[Task objective]: Output the lines from the top of the entries below to the line with "In view in the", both included, exactly and without pictures.

[Records to process]:
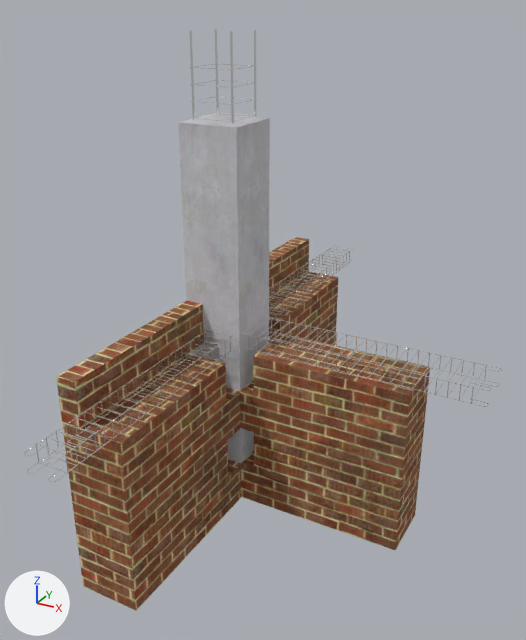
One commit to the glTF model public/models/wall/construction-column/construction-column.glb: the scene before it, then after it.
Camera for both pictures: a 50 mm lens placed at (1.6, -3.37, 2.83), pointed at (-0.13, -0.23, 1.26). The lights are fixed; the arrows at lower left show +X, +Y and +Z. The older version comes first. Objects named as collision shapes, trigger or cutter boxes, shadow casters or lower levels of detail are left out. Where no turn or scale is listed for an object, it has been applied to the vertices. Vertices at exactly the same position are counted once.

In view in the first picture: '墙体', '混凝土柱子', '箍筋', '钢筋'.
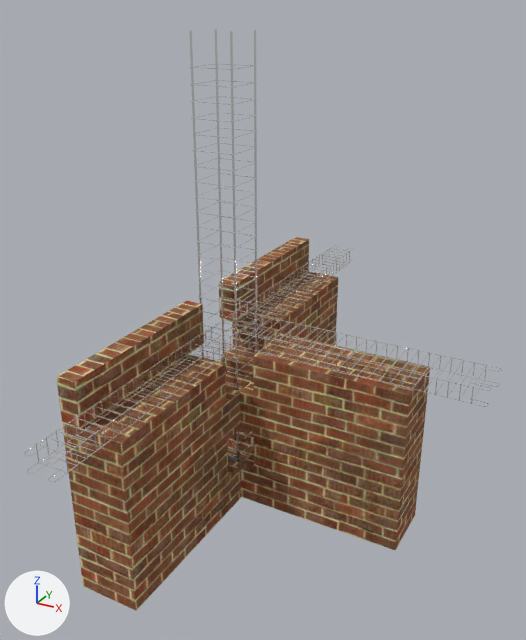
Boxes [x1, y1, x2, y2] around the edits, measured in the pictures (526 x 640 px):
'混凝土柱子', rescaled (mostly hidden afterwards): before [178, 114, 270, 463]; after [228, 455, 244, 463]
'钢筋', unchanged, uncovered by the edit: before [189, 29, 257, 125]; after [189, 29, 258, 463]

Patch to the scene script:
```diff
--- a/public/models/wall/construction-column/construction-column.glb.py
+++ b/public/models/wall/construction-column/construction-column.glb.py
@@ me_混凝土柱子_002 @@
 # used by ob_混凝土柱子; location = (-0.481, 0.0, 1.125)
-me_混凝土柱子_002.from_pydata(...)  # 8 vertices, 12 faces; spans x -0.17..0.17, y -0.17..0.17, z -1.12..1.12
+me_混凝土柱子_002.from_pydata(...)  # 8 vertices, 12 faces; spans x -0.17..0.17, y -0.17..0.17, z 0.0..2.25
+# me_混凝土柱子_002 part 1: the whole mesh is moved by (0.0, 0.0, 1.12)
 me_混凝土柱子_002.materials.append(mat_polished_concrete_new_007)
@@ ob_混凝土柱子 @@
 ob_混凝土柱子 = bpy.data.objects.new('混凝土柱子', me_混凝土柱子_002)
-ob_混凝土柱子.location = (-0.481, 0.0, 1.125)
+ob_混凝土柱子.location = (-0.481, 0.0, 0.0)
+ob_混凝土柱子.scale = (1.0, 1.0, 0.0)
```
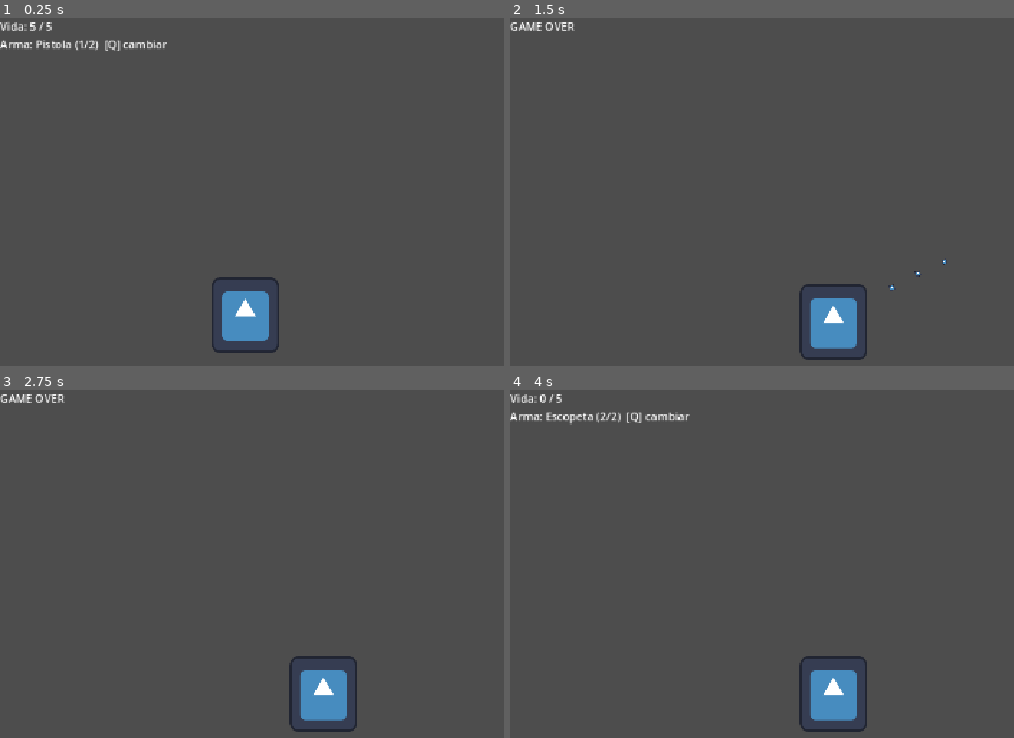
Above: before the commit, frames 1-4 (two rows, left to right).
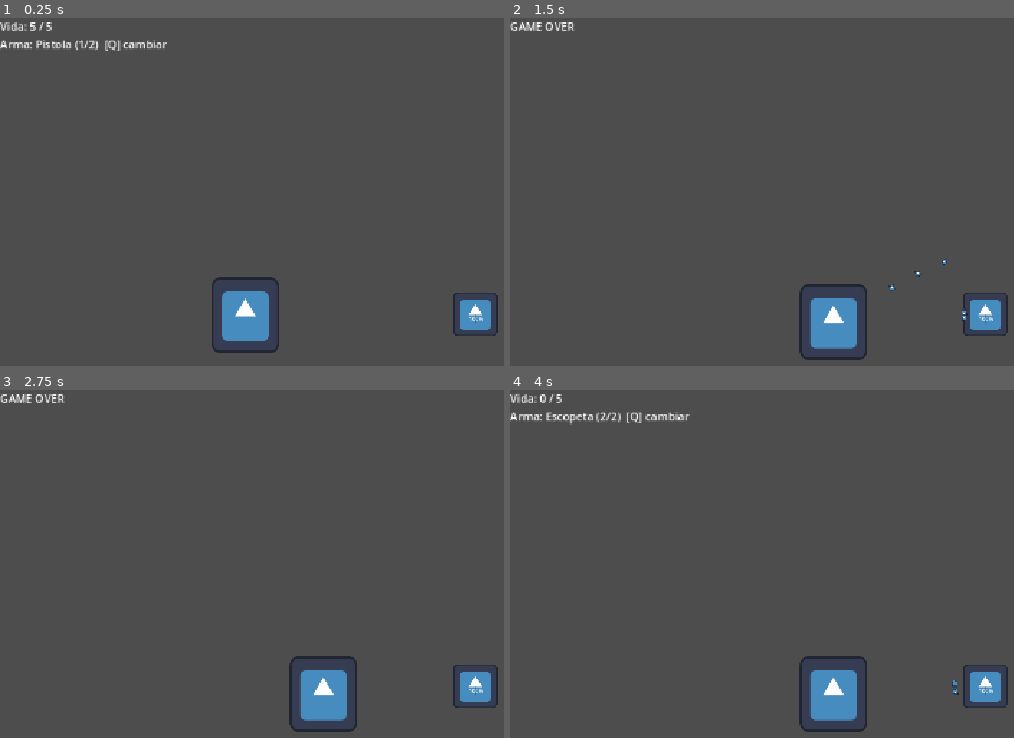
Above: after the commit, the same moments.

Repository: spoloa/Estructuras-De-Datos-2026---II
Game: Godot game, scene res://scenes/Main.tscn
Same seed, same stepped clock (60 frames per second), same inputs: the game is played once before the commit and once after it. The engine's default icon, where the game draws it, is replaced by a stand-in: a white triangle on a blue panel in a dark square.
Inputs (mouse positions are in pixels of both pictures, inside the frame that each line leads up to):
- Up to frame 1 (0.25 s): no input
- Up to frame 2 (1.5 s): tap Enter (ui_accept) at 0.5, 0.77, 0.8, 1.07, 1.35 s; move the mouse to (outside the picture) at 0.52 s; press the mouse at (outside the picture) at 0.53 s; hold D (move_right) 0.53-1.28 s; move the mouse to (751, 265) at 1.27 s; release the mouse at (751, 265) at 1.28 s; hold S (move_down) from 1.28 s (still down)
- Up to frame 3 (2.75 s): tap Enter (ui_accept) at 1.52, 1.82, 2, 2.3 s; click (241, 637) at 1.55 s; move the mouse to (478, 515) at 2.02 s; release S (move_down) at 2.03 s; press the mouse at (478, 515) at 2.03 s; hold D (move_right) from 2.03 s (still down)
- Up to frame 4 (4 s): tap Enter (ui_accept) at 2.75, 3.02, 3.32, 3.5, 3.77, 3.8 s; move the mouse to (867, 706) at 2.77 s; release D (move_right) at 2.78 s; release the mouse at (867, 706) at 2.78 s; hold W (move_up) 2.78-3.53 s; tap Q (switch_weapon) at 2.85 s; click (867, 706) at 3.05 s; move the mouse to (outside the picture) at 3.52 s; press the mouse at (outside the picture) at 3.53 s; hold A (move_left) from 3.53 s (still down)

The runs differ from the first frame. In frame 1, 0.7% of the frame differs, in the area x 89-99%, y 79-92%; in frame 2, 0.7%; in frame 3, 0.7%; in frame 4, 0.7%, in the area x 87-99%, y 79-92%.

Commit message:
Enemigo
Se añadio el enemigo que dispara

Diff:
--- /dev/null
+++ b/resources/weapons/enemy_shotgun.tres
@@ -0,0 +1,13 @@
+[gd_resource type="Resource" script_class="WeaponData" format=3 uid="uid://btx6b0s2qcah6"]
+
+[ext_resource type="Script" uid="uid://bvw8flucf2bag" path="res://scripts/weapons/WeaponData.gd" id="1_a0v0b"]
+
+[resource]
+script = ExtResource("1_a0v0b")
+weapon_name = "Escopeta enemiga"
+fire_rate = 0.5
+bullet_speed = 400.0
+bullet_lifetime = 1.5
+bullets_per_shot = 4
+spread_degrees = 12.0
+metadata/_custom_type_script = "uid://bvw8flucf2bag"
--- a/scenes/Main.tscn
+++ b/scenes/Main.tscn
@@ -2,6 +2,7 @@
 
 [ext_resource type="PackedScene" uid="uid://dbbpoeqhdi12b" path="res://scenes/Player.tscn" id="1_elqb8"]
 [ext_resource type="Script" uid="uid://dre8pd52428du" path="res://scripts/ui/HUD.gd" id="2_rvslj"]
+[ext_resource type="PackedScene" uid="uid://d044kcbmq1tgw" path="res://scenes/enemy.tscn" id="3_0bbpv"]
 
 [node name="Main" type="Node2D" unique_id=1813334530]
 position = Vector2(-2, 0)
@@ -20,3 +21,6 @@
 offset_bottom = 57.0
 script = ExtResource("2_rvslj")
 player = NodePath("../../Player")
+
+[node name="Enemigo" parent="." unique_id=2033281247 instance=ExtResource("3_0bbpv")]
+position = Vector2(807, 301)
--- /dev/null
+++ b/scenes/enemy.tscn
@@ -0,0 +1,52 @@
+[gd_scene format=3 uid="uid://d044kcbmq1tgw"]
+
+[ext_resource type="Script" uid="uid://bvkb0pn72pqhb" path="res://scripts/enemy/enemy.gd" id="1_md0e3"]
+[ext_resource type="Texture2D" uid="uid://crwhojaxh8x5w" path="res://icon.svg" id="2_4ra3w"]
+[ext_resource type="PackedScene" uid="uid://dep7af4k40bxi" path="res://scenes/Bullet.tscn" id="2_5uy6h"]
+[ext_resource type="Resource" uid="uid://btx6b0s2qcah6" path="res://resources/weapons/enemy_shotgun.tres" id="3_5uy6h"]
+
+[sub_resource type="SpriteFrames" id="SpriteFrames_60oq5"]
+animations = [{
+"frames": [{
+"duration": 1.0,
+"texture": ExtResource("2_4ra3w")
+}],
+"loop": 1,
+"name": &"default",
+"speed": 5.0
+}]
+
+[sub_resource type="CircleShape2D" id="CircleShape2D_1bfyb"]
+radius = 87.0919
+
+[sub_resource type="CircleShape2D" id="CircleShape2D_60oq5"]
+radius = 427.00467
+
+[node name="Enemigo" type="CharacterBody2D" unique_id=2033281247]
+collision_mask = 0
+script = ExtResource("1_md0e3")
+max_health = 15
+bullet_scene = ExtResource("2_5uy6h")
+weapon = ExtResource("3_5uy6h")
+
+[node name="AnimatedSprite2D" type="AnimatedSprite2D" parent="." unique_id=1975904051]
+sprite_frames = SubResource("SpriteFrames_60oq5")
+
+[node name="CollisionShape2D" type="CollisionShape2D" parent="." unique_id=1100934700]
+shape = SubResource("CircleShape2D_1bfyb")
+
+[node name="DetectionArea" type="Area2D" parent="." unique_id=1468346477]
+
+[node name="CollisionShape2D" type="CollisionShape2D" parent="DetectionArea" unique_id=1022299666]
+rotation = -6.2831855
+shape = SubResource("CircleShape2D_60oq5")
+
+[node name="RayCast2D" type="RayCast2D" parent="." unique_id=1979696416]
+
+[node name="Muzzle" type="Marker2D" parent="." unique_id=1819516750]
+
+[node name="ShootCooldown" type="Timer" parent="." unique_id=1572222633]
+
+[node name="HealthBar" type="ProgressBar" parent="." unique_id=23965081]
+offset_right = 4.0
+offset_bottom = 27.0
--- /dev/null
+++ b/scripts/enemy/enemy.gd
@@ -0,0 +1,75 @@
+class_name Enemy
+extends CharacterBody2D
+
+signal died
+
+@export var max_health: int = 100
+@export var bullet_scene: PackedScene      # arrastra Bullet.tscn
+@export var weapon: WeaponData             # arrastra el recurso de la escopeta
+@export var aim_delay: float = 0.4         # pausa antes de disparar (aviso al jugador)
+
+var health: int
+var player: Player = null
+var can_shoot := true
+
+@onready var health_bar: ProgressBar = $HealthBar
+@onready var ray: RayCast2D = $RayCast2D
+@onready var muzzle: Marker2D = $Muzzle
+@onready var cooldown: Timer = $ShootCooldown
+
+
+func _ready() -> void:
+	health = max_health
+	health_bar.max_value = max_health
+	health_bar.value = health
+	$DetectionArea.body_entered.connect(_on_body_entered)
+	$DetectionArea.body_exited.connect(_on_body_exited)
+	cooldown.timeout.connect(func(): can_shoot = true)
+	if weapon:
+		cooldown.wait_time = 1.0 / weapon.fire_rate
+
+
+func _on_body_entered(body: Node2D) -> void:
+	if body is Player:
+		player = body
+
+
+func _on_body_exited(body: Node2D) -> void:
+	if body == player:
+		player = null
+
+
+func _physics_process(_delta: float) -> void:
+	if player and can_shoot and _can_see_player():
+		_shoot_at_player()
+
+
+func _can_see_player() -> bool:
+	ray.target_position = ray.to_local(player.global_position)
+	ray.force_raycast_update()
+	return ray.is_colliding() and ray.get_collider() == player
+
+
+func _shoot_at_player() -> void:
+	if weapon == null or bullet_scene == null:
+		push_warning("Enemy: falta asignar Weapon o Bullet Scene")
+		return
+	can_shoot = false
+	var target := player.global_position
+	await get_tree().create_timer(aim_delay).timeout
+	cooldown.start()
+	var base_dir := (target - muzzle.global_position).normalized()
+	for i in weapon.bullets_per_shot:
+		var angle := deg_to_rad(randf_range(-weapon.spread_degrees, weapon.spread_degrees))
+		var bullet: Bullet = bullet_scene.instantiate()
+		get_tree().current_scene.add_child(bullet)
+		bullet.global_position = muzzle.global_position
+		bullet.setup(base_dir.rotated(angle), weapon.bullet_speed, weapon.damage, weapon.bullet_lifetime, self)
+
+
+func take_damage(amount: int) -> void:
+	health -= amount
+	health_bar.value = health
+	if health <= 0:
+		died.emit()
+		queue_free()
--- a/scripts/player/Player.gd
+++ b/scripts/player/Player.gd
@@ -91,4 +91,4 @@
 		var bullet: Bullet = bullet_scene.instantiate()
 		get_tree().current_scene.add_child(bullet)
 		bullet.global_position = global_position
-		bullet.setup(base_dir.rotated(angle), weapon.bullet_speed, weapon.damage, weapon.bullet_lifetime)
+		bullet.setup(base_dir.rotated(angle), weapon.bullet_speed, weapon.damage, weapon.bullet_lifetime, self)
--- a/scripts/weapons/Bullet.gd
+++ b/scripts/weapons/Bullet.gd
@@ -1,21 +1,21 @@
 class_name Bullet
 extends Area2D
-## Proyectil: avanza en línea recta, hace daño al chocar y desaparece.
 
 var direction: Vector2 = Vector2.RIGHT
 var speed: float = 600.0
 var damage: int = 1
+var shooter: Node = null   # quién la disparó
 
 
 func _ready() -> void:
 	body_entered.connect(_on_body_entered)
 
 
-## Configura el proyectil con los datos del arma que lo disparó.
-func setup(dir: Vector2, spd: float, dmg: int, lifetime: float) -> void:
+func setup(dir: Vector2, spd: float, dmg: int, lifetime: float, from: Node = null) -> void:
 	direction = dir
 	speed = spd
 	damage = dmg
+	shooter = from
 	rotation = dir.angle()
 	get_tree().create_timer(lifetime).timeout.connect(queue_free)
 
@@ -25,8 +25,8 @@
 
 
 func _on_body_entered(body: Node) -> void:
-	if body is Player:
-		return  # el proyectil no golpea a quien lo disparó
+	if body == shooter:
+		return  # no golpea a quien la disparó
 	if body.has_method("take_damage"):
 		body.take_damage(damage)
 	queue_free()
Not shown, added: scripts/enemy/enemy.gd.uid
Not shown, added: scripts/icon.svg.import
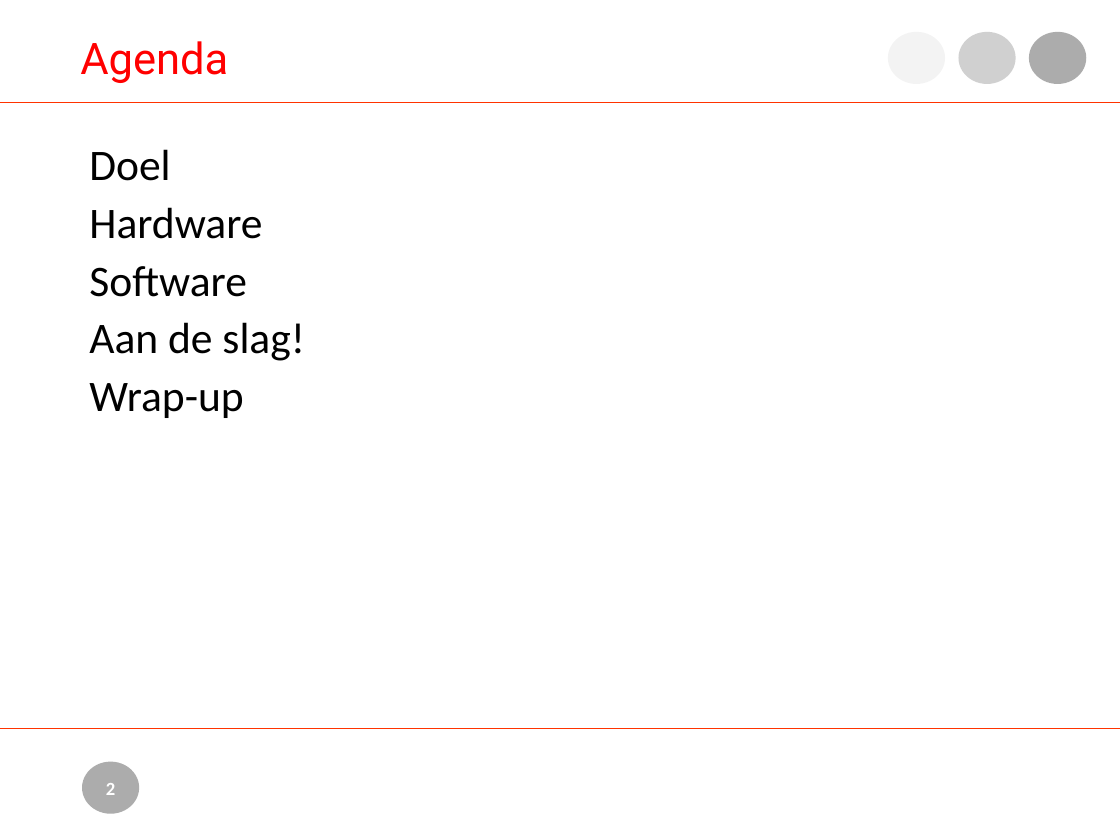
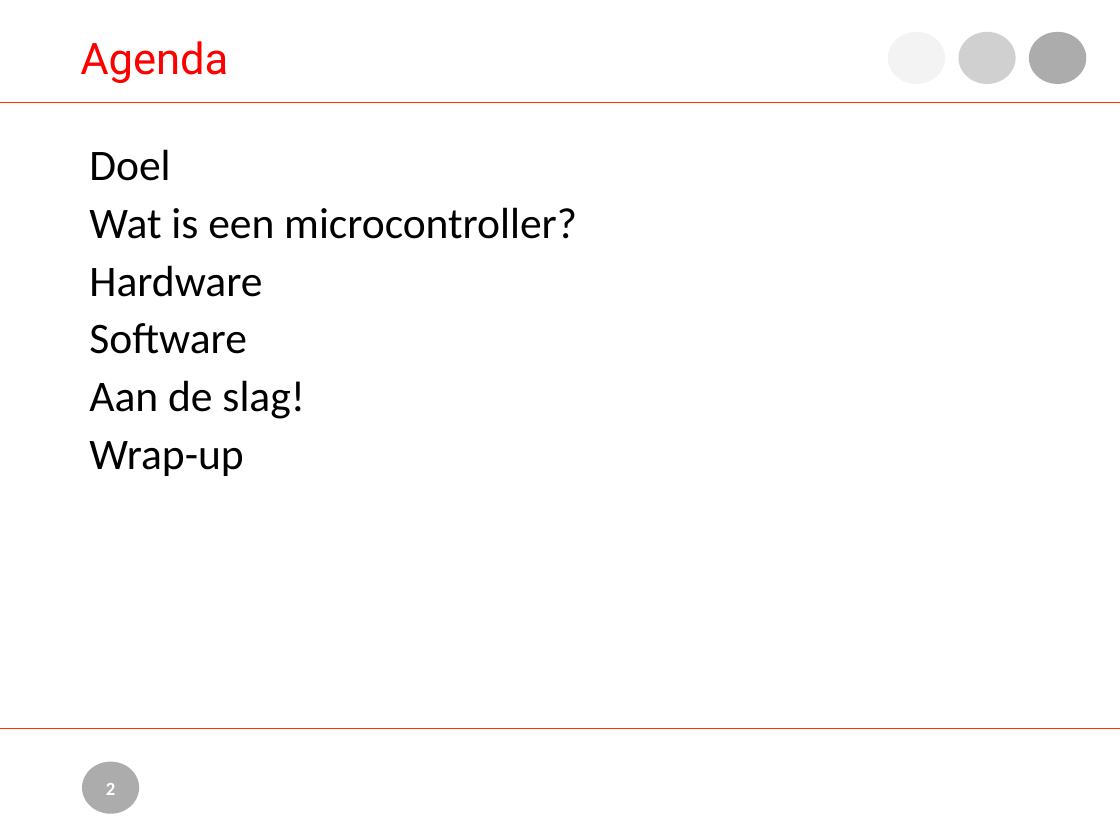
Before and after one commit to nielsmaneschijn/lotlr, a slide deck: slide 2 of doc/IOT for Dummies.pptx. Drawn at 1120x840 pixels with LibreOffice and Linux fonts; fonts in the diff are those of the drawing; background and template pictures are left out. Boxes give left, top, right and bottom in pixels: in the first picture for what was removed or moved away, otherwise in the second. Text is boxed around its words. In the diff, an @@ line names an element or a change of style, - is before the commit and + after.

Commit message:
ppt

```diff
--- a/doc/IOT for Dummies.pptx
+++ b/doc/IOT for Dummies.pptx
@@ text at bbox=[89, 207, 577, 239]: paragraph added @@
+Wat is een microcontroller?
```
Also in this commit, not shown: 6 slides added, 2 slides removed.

[Result below]:
One commit to the glTF model public/models/wall/construction-column/construction-column.glb: the scene before it, then after it.
Camera for both pictures: a 50 mm lens placed at (1.6, -3.37, 2.83), pointed at (-0.13, -0.23, 1.26). The lights are fixed; the arrows at lower left show +X, +Y and +Z. The older version comes first. Objects named as collision shapes, trigger or cutter boxes, shadow casters or lower levels of detail are left out. Where no turn or scale is listed for an object, it has been applied to the vertices. Vertices at exactly the same position are counted once.

In view in the first picture: '墙体', '混凝土柱子', '箍筋', '钢筋'.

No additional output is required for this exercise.